Keyword search on "normal": report each line of the records that contains it.

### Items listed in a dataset
* * *

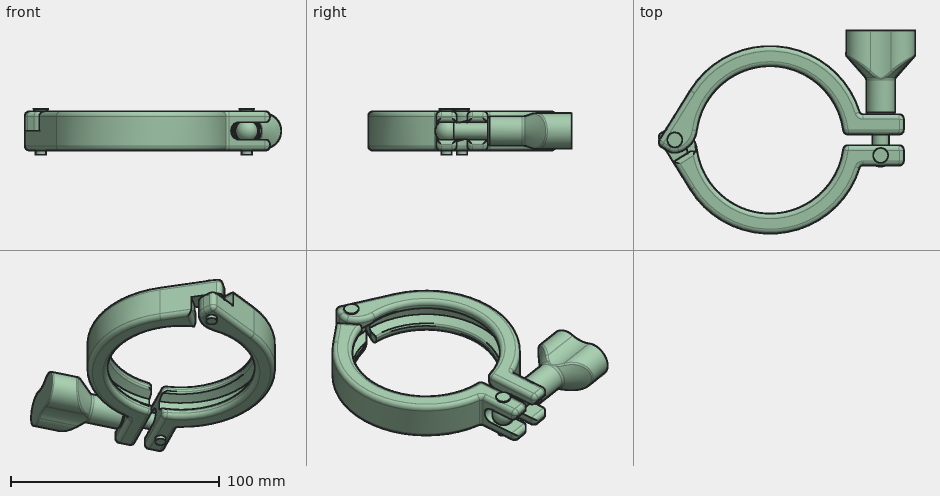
import cadquery as cq
import math

RING_OUTER_R = 45.0
RING_INNER_R = 35.3
HEIGHT = 19.0
EDGE_R = 2.3
CORNER_R = 2.5

GROOVE_R = 40.1
GROOVE_MOUTH = 10.0
GROOVE_ANGLE = 28
GROOVE_LIP_R = 1.2

HINGE_X = -45.6
BOSS_R = 6.3
HEEL_R = 12.8
HINGE_CLEARANCE = 8.6
HINGE_GAP = 5.5

LUG_END_X = 64.2
LUG_THICKNESS = 9.8
GAP = 5.0
LUG_ROOT_R = 1.5
SLOT_WIDTH = 8.2
SLOT_START_X = 45.5
SLOT_MOUTH_R = 2.3

PIN_R = 2.6
PIN_HEAD_R = 3.6
PIN_NECK_R = 3.0
PIN_HEAD_HEIGHT = 1.1
PIN_TAIL = 2.0

BOLT_X = 53.0
BOLT_R = 4.0
EYE_R = 5.4
NUT_NECK_R = 7.0
NUT_CHAMFER = 0.9
WING_CONE_Y = 29.5
WING_FULL_Y = 40.3
WING_END_Y = 52.6
WING_HALF_SPAN = 16.6
LOBE_R = 8.6
WAIST_HALF = 7.1
WING_EDGE_R = 1.2
FLARE_ROOT_R = 2.1
WING_END_R = 0.5

half_height = HEIGHT / 2
half_gap = GAP / 2
lug_back_y = half_gap + LUG_THICKNESS
lug_mid_y = half_gap + LUG_THICKNESS / 2

flank_angle = math.acos((RING_OUTER_R - BOSS_R) / HINGE_X)
normal = (math.cos(flank_angle), math.sin(flank_angle))
along = (normal[1], -normal[0])
hinge_along = HINGE_X * along[0]

bore_end = (math.sqrt(RING_INNER_R**2 - half_gap**2), half_gap)
lug_front = (LUG_END_X, half_gap)
lug_back = (LUG_END_X, lug_back_y)
lug_root = (math.sqrt(RING_OUTER_R**2 - lug_back_y**2), lug_back_y)
flank_top = (RING_OUTER_R * normal[0], RING_OUTER_R * normal[1])


def flank_point(distance_along, distance_out):
    """Point at the given distances from the ring axis, along and out of the flank."""
    return (
        distance_along * along[0] + distance_out * normal[0],
        distance_along * along[1] + distance_out * normal[1],
    )


def polar(center, radius, angle):
    return (center[0] + radius * math.cos(angle), center[1] + radius * math.sin(angle))


def start_outline():
    """Bore end, lug and outer arc of one half, ending at the top of the flank."""
    return (
        cq.Workplane("XY")
        .moveTo(*bore_end)
        .lineTo(*lug_front)
        .lineTo(*lug_back)
        .lineTo(*lug_root)
        .threePointArc((0, RING_OUTER_R), flank_top)
    )


def round_upright(body, corner, radius):
    """Round the upright edge that stands on the given corner of the outline."""
    reach = 0.1
    around = cq.selectors.BoxSelector(
        (corner[0] - reach, corner[1] - reach, -HEIGHT),
        (corner[0] + reach, corner[1] + reach, HEIGHT),
    )
    return body.edges("|Z").edges(around).fillet(radius)


def round_lug(body):
    for corner in (bore_end, lug_front, lug_back):
        body = round_upright(body, corner, CORNER_R)
    return round_upright(body, lug_root, LUG_ROOT_R)


def tab_layer():
    """Upper layer of a half, carrying the hinge tab."""
    heel_to_ring = RING_INNER_R + HEEL_R
    heel_to_pin = HEEL_R - BOSS_R
    heel_x = (HINGE_X**2 + heel_to_ring**2 - heel_to_pin**2) / (2 * HINGE_X)
    heel = (heel_x, math.sqrt(heel_to_ring**2 - heel_x**2))
    boss_to_heel = math.atan2(-heel[1], HINGE_X - heel[0])
    bore_to_heel = math.atan2(-heel[1], -heel[0])
    boss_start = math.atan2(-along[1], -along[0])
    hinge = (HINGE_X, 0)
    corner = flank_point(hinge_along - BOSS_R, RING_OUTER_R)

    body = (
        start_outline()
        .lineTo(*corner)
        .lineTo(*polar(hinge, BOSS_R, boss_start))
        .threePointArc(
            polar(hinge, BOSS_R, (boss_start + boss_to_heel) / 2),
            polar(hinge, BOSS_R, boss_to_heel),
        )
        .threePointArc(
            polar(heel, HEEL_R, (boss_to_heel + bore_to_heel) / 2),
            polar(heel, HEEL_R, bore_to_heel),
        )
        .threePointArc((0, RING_INNER_R), bore_end)
        .close()
        .extrude(half_height)
    )
    body = round_lug(round_upright(body, corner, CORNER_R))
    return body.faces(">Z").edges().fillet(EDGE_R)


def cut_back_layer():
    """Lower layer of a half, cut back to clear the other half's tab."""
    wall_along = hinge_along + HINGE_CLEARANCE
    wall_inner = math.sqrt(RING_INNER_R**2 - wall_along**2)
    body = (
        start_outline()
        .lineTo(*flank_point(wall_along, RING_OUTER_R))
        .lineTo(*flank_point(wall_along, wall_inner))
        .threePointArc((0, RING_INNER_R), bore_end)
        .close()
        .extrude(-half_height)
    )
    tip_trim = cq.Workplane("XY").box(RING_OUTER_R, 2 * HINGE_GAP, 2 * HEIGHT)
    tip_trim = tip_trim.translate((HINGE_X, 0, 0))
    return round_lug(body).faces("<Z").edges().fillet(EDGE_R).cut(tip_trim)


def groove():
    """Ring with sloping sides and rounded lips that opens the groove into the bore."""
    slope = math.radians(GROOVE_ANGLE)
    mouth_half = GROOVE_MOUTH / 2
    floor_half = mouth_half - (GROOVE_R - RING_INNER_R) * math.tan(slope)
    lip_reach = GROOVE_LIP_R * math.tan((math.pi / 2 - slope) / 2)
    lip_start = (
        RING_INNER_R + lip_reach * math.cos(slope),
        mouth_half - lip_reach * math.sin(slope),
    )
    lip_end = (RING_INNER_R, mouth_half + lip_reach)
    upper = (
        cq.Workplane("XZ")
        .lineTo(GROOVE_R, 0)
        .lineTo(GROOVE_R, floor_half)
        .lineTo(*lip_start)
        .tangentArcPoint(lip_end, relative=False)
        .lineTo(0, lip_end[1])
        .close()
        .revolve(360, (0, 0, 0), (0, 1, 0))
    )
    return upper.union(upper.mirror("XY"))


def bolt_slot():
    """Round-bottomed slot across the lug, with a rounded mouth at the lug end."""
    half_width = SLOT_WIDTH / 2
    bottom_x = SLOT_START_X + half_width
    flare_start_x = LUG_END_X - SLOT_MOUTH_R
    flare_z = half_width + SLOT_MOUTH_R
    return (
        cq.Workplane("XZ")
        .moveTo(bottom_x, -half_width)
        .threePointArc((SLOT_START_X, 0), (bottom_x, half_width))
        .lineTo(flare_start_x, half_width)
        .radiusArc((LUG_END_X, flare_z), -SLOT_MOUTH_R)
        .lineTo(LUG_END_X, -flare_z)
        .radiusArc((flare_start_x, -half_width), -SLOT_MOUTH_R)
        .close()
        .extrude(-2 * lug_back_y)
    )


def clamp_half():
    return tab_layer().union(cut_back_layer()).cut(groove()).cut(bolt_slot())


def pin(x, y):
    """Upright pin with a countersunk head on top and a plain tail below."""
    top = half_height + PIN_HEAD_HEIGHT
    return (
        cq.Workplane("XZ")
        .polyline([
            (0, -half_height - PIN_TAIL),
            (PIN_R, -half_height - PIN_TAIL),
            (PIN_R, half_height),
            (PIN_NECK_R, half_height),
            (PIN_HEAD_R, top),
            (0, top),
        ])
        .close()
        .revolve(360, (0, 0, 0), (0, 1, 0))
        .translate((x, y, 0))
    )


def swing_bolt():
    """Bolt whose ball-shaped eye is flattened to fit the slot."""
    shank = (
        cq.Workplane("XZ", origin=(0, -lug_mid_y, 0))
        .circle(BOLT_R)
        .extrude(-(WING_CONE_Y + lug_mid_y))
    )
    flats = cq.Workplane("XY").box(4 * EYE_R, 4 * EYE_R, SLOT_WIDTH)
    eye = cq.Workplane("XY").sphere(EYE_R).intersect(flats).translate((0, -lug_mid_y, 0))
    return shank.union(eye).translate((BOLT_X, 0, 0))


def wing_nut():
    """Round neck flaring into a two-lobed wing."""
    lobe_x = WING_HALF_SPAN - LOBE_R
    waist_r = (lobe_x**2 + WAIST_HALF**2 - LOBE_R**2) / (2 * (LOBE_R - WAIST_HALF))
    waist_z = WAIST_HALF + waist_r
    share = LOBE_R / (LOBE_R + waist_r)
    join = (lobe_x * (1 - share), waist_z * share)

    lobes = (
        cq.Workplane("XZ", origin=(0, lug_back_y, 0))
        .moveTo(-join[0], join[1])
        .threePointArc((0, WAIST_HALF), join)
        .threePointArc((WING_HALF_SPAN, 0), (join[0], -join[1]))
        .threePointArc((0, -WAIST_HALF), (-join[0], -join[1]))
        .threePointArc((-WING_HALF_SPAN, 0), (-join[0], join[1]))
        .close()
        .extrude(-(WING_END_Y - lug_back_y))
    )
    flare_slope = math.atan2(WING_FULL_Y - WING_CONE_Y, WING_HALF_SPAN - NUT_NECK_R)
    root_reach = FLARE_ROOT_R * math.tan((math.pi / 2 - flare_slope) / 2)
    root_end = (
        NUT_NECK_R + root_reach * math.cos(flare_slope),
        WING_CONE_Y + root_reach * math.sin(flare_slope),
    )
    turned = (
        cq.Workplane("XY")
        .moveTo(0, lug_back_y)
        .lineTo(NUT_NECK_R - NUT_CHAMFER, lug_back_y)
        .lineTo(NUT_NECK_R, lug_back_y + NUT_CHAMFER)
        .lineTo(NUT_NECK_R, WING_CONE_Y - root_reach)
        .tangentArcPoint(root_end, relative=False)
        .lineTo(WING_HALF_SPAN, WING_FULL_Y)
        .lineTo(WING_HALF_SPAN, WING_END_Y)
        .lineTo(0, WING_END_Y)
        .close()
        .revolve(360, (0, 0, 0), (0, 1, 0))
    )
    flare_edges = cq.selectors.BoxSelector(
        (-WING_HALF_SPAN, WING_CONE_Y, -LOBE_R), (WING_HALF_SPAN, WING_FULL_Y, LOBE_R)
    )
    nut = lobes.intersect(turned)
    nut = nut.edges(flare_edges).edges("not(|Y or %CIRCLE)").fillet(WING_EDGE_R)
    nut = nut.faces(">Y").edges().fillet(WING_END_R)
    return nut.translate((BOLT_X, 0, 0))


back_half = clamp_half()
front_half = back_half.rotate((0, 0, 0), (1, 0, 0), 180)

result = (
    back_half
    .union(front_half)
    .union(swing_bolt())
    .union(wing_nut())
    .union(pin(HINGE_X, 0))
    .union(pin(BOLT_X, -lug_mid_y))
)

* * *

### Expected output
normal = (math.cos(flank_angle), math.sin(flank_angle))
along = (normal[1], -normal[0])
flank_top = (RING_OUTER_R * normal[0], RING_OUTER_R * normal[1])
        distance_along * along[0] + distance_out * normal[0],
        distance_along * along[1] + distance_out * normal[1],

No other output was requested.